De Joseph Bonnel ancien directeur du service des Sports d’Aubagne, mais surtout ancien international français et ancien olympien dans les années 1960, à Jean Tigana un professionnel qui a marqué l’histoire du football français et qui avait fini sa carrière à l’OM au début des années 90, en passant par Marcel Dib, autre figure emblématique de l’OM, international français aussi dans les années 1990, et Christian Donnat, ancien directeur du service des Sports à Aubagne et ancien joueur professionnel, dans les années 1970, qui, inévitablement, est passé aussi par la case OM.

« Grâce à vous l’histoire d’amour entre l’OM et Aubagne continue », lançait Hélène Lunetta, adjointe au maire déléguée aux Sports à tous ces joueurs qui font ou qui avaient fait les beaux jours du club phocéen.

« Un grand moment autour du foot. C’est le score le plus important dans un quartier qui nous tient particulièrement à coeur », indiquait Daniel Fontaine le maire d’Aubagne avant de rendre hommage à Christian Donnat.

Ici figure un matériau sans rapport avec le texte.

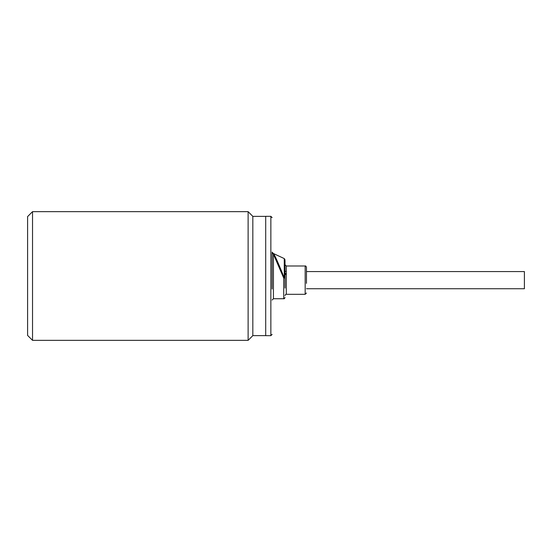 <?xml version="1.0" encoding="UTF-8"?>
<svg xmlns="http://www.w3.org/2000/svg" width="552" height="552" viewBox="0 0 552 552"><rect width="100%" height="100%" fill="white"/><g stroke="black" fill="none" stroke-linecap="round" stroke-linejoin="round"><path stroke-width="0.83" d="M306.463 283.369L306.463 267.285C306.015 266.167 305.587 265.733 305.173 265.995L305.173 294.313L306.463 293.022M305.173 265.995L286.295 265.995L285.011 264.712L285.011 260.572L285.011 288.054M272.136 282.003L272.136 252.561A1.29 1.256 180 0 0 273.254 253.803L283.721 278.077L283.721 298.735C284.135 298.998 284.563 298.57 285.011 297.452M272.136 252.561L272.136 288.972M306.463 271.57L524.4 271.57L524.4 288.737L306.463 288.737M284.266 273.502L286.295 273.502M286.295 274.489L284.266 274.489L286.295 274.482M270.853 335.678L270.853 216.322L265.705 216.322L265.705 335.678L270.853 335.678L272.136 334.388M265.705 216.37L252.83 216.37L252.83 335.63L248.117 340.349L32.533 340.349L32.533 211.651L248.117 211.651L248.117 340.349M265.705 335.63L252.83 335.63M32.533 211.651L27.6 216.584L27.6 335.416L32.533 340.349M284.266 273.82L286.295 273.82M285.011 284.018L285.011 276.29M285.011 259.75L284.266 258.584L284.266 277.835L283.721 278.077L285.011 277.96L284.266 277.835L282.955 274.606C279.098 265.181 275.731 257.17 273.971 254.348A1.29 1.208 146.9 0 0 273.426 254.258L273.426 298.735L272.136 300.026M272.136 252.105L273.971 254.348M272.136 271.336L272.136 269.997M286.295 265.995L286.295 294.313C285.888 294.05 285.453 294.478 285.011 295.596M284.266 271.336L286.295 271.336M305.173 294.313L286.295 294.313M273.426 298.735L283.721 298.735M284.266 258.584L272.916 253.285M270.853 216.322L272.136 217.612M252.83 216.37L248.117 211.651"/></g></svg>
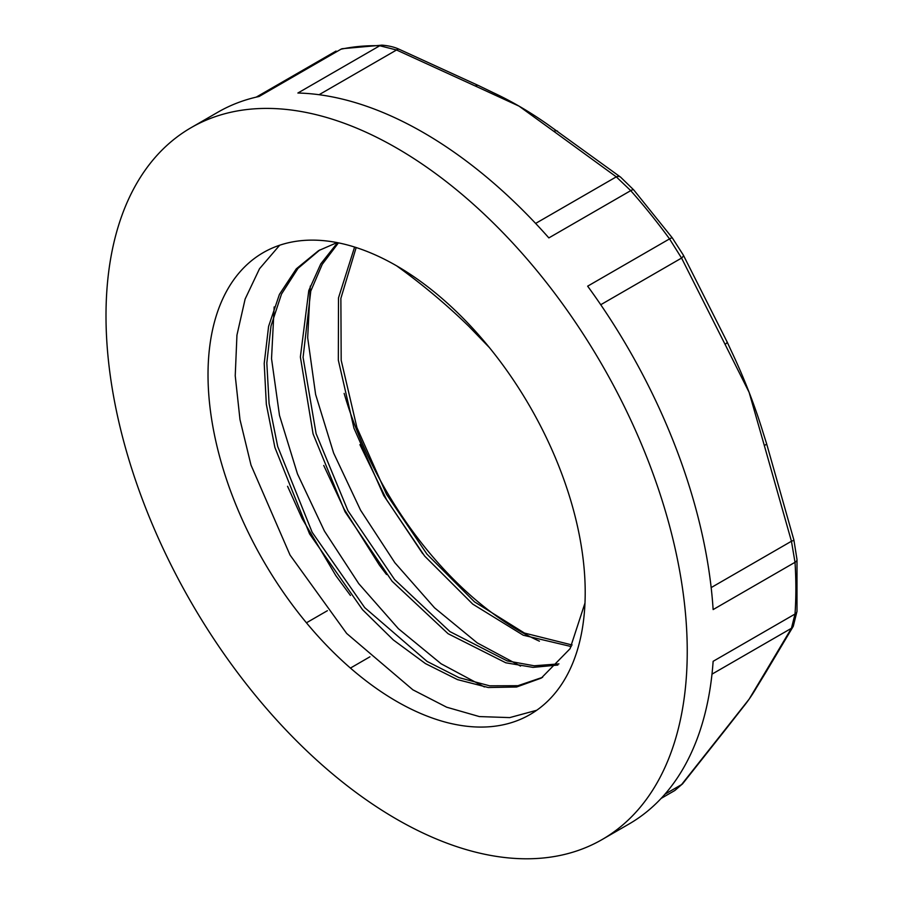 <?xml version="1.0" encoding="UTF-8"?>
<svg xmlns="http://www.w3.org/2000/svg" width="903" height="903" viewBox="0 0 903 903"><rect width="100%" height="100%" fill="white"/><g stroke="black" fill="none" stroke-linecap="round" stroke-linejoin="round"><path stroke-width="1.35" d="M687.239 651.39A411 237.297 -120 0 0 507.836 237.771A411 237.297 -120 0 0 191.12 127.662A411 237.297 -120 0 0 191.12 602.245A411 237.297 -120 0 0 602.12 839.542A411 237.297 -120 0 0 687.239 651.39M191.12 127.662L217.871 112.209A411 237.297 60 0 1 259.093 96.486L340.973 49.213A6.818 5.474 -102.1 0 1 342.271 48.706L340.973 49.213A411 237.297 60 0 1 379.768 45.748L297.888 93.02A411 237.297 60 0 1 548.855 237.907L630.723 190.635A6.818 1.851 -41.5 0 1 633.748 189.935L620.564 177.112A6.818 4.526 128.9 0 0 616.286 176.853L630.723 190.635A411 237.297 60 0 1 669.529 238.9L587.65 286.172A411 237.297 60 0 1 713.133 609.581L795.012 562.309A411 237.297 60 0 1 795.87 588.677A411 237.297 60 0 1 795.012 614.04L791.446 628.285A6.818 5.949 28.5 0 0 793.252 626.343A6.818 5.949 28.5 0 0 793.263 626.343L796.999 611.308A6.818 4.222 -176 0 1 795.012 614.04L713.133 661.312A411 237.297 60 0 1 628.872 824.1L602.12 839.542M319.086 94.713L396.541 49.992A6.818 3.24 -67.5 0 1 399.149 49.259L399.149 49.259C394.442 47.058 388.73 45.692 382.025 45.15A6.818 5.249 91.4 0 0 382.014 45.15A6.818 5.249 91.4 0 0 379.768 45.748L396.541 49.992L475.373 86.045A6.818 3.68 -63 0 1 478.455 85.537L399.149 49.259M475.373 86.045L519.044 106.136A375.727 216.934 -120 0 0 493.286 92.704L478.455 85.537M600.743 304.729L681.562 258.066A6.818 2.066 -29.1 0 0 683.345 255.12L672.306 237.895A6.818 1.027 143.8 0 0 669.529 238.9L681.562 258.066L725.075 344.37A6.818 1.682 -24.2 0 0 727.118 341.944L683.345 255.12M725.075 344.37L749.129 392.365A375.727 216.934 -120 0 1 763.407 433.598L766.613 443.734A6.818 1.185 161.8 0 1 764.31 445.495L791.446 541.247L795.012 562.309A6.818 3.623 -3.7 0 0 796.999 559.521L793.895 540.017A6.818 0.779 166.4 0 1 791.446 541.247L711.169 587.593M711.982 674.157L791.446 628.285L764.31 673.807A6.818 5.61 32.9 0 0 765.857 672.317A6.818 5.61 32.9 0 0 765.857 672.306A6.818 5.61 32.9 0 0 765.879 672.284L756.285 687.984M743.53 706.597L726.351 728.529A6.818 5.113 -143 0 1 725.075 729.624L681.562 784.594L674.857 790.486L682.657 783.736A6.818 4.662 -140.5 0 1 681.562 784.594L664.935 794.2M743.564 706.564A375.727 216.934 -120 0 0 749.129 699.159A375.727 216.934 -120 0 0 756.274 688.007M557.625 131.24A6.818 4.176 123.2 0 0 557.569 131.206L557.569 131.206A6.818 4.176 123.2 0 0 553.844 131.353L616.286 176.853L535.626 223.425M764.31 445.495L749.129 392.365A375.727 216.934 -120 0 0 730.922 350.172L727.118 341.944M620.564 177.112L548.177 124.806A375.727 216.934 -120 0 0 519.044 106.136L553.844 131.353M542.624 677.306L517.893 685.704L489.652 685.817L458.984 677.634L427.096 661.436L364.699 607.617L312.156 532.262L277.695 446.488L269.094 403.641L266.825 362.972L271.002 325.983L281.51 294.051L298.001 268.372L319.888 249.894M558.946 663.886L534.181 665.771L507.17 660.894L449.976 631.626L394.577 579.512L347.971 510.771L316.095 433.632L303.081 357.362L310.767 291.127L322.247 264.331L338.456 242.862M572.13 644.99L524.462 633.059L474.481 601.85L426.972 554.149L386.495 494.257L356.933 427.616L341.187 360.286L340.871 298.385L356.166 247.546M359.902 444.637L386.54 499.607L422.672 553.641M323.737 465.463L344.178 509.202L379.35 565.052L386.54 574.534M287.572 486.299L302.144 518.638L335.848 575.64L350.432 595.449M489.482 347.666L468.691 326.175C446.398 304.503 422.378 284.389 396.62 265.832A266.712 153.984 -120 0 0 263.27 252.614A266.712 153.984 -120 0 0 263.258 560.594A266.712 153.984 -120 0 0 529.971 714.578A266.712 153.984 -120 0 0 570.854 500.86A266.712 153.984 -120 0 0 396.62 265.832M584.986 603.023L570.053 648.738L541.281 678.097L516.618 687.002L488.309 687.522L457.505 679.62L425.415 663.57L393.336 639.956L362.521 609.683L309.548 533.865L274.896 447.482L266.34 404.352L264.207 363.457L268.597 326.344L279.422 294.401L296.286 268.846L318.59 250.628L337.079 242.591M557.851 665.059L532.996 667.373L505.827 662.802L448.091 633.714L392.094 581.25L345.048 511.809L313.059 433.858L300.372 356.956L308.792 290.529L320.779 263.857L337.541 242.681M571.283 646.571L523.255 635.227L472.743 604.118L424.658 556.09L383.73 495.566L353.953 428.18L338.332 360.173L338.501 297.866L354.597 247.038M536.721 710.266L509.721 717.603L479.358 716.576L446.68 707.207L412.874 689.813L346.662 633.455L290.032 555.04L251.011 465.113L239.984 419.59L235.231 375.761L236.947 335.115L245.131 299.04L259.511 268.744L279.648 245.244M484.392 686.957L441.115 663.784L398.392 628.691L358.728 583.62L324.414 531.043L297.471 473.906L279.478 415.357L271.532 358.649L274.173 306.941M520.546 666.098L477.258 642.913L434.546 607.821L394.871 562.75L360.557 510.184L333.613 453.035L315.621 394.487L307.686 337.778L310.316 286.082M344.145 393.415A266.712 153.984 -120 0 0 539.43 641.186M327.383 610.71L306.444 622.799M350.432 668.073L369.925 656.808M764.31 673.807L749.129 699.159L725.075 729.624M336.04 51.053L256.249 97.118M342.271 48.706L382.014 45.15M633.748 189.935L672.306 237.895M796.999 559.521L796.999 611.308M765.857 672.317L793.252 626.343M674.857 790.486L661.131 798.41M726.351 728.529L682.657 783.736M766.613 443.734L793.895 540.017"/></g></svg>

« Un homme qui a construit, année après année, tout ce qui se fait dans le domaine des sports à Aubagne… C’est un homme qui a le cœur sur la main. C’est l’ami de tout le monde et on veut l’honorer en donnant son nom à ce stade ».

Le maire d’Aubagne soumettra cette proposition aux élus de la ville au prochain conseil municipal. Visiblement très ému, l’ancien directeur du service des Sports s’est dit « surpris et fier » de cette proposition.

« Je dois dire que lorsque Monsieur le Maire m’a demandé si j’acceptais que ce stade porte mon nom, j’ai mis un certain temps à réaliser ».

Christian Donnat a expliqué aussi le lien qui l’attache à cette ville qu’il n'a jamais quittée par son cœur. « Bien que ma carrière de footballeur professionnel m’avait éloigné de ma ville, j’ai toujours gardé le contact grâce à ma famille et à mes amis. Et lorsque j’avais intégré le service des Sports avec Joseph Bonnel comme chef de service, j’avais basculé dans autre chose. J’étais enfin chez moi avec les Aubagnaises et les Aubagnais de tous horizons ».

Les Infrastructures Sportives d'Aubagne

Parmi ses bijoux, le stade de Lattre-de-Tassigny brille par sa grandeur et ses multiples équipements sportifs. Le stade de Lattre-de-Tassigny tient son nom du prestigieux maréchal Jean de Lattre de Tassigny. Chef militaire respecté, il a marqué l'histoire française par son rôle central durant la Seconde Guerre mondiale. D'une capacité impressionnante, le stade accueille régulièrement divers événements sportifs locaux et régionaux.

L'un des atouts majeurs du stade multi-sports est sans conteste la diversité de ses installations. Des terrains de football impeccablement entretenus aux pistes d'athlétisme dernier cri, chaque détail a été conçu pour offrir une expérience optimale.

Le secteur d'athlétisme est un vrai paradis pour les amateurs de courses, sauts et lancers. Avec une piste d'entraînement en tartan aux normes internationales, il permet une pratique intensive et sécurisée de nombreuses disciplines.

Le terrain de football du complexe est reconnu pour ses dimensions réglementaires et sa qualité de gazon exceptionnelle. Les tribunes spacieuses permettent d'accueillir un grand nombre de spectateurs, faisant de chaque match un véritable événement pour la communauté locale.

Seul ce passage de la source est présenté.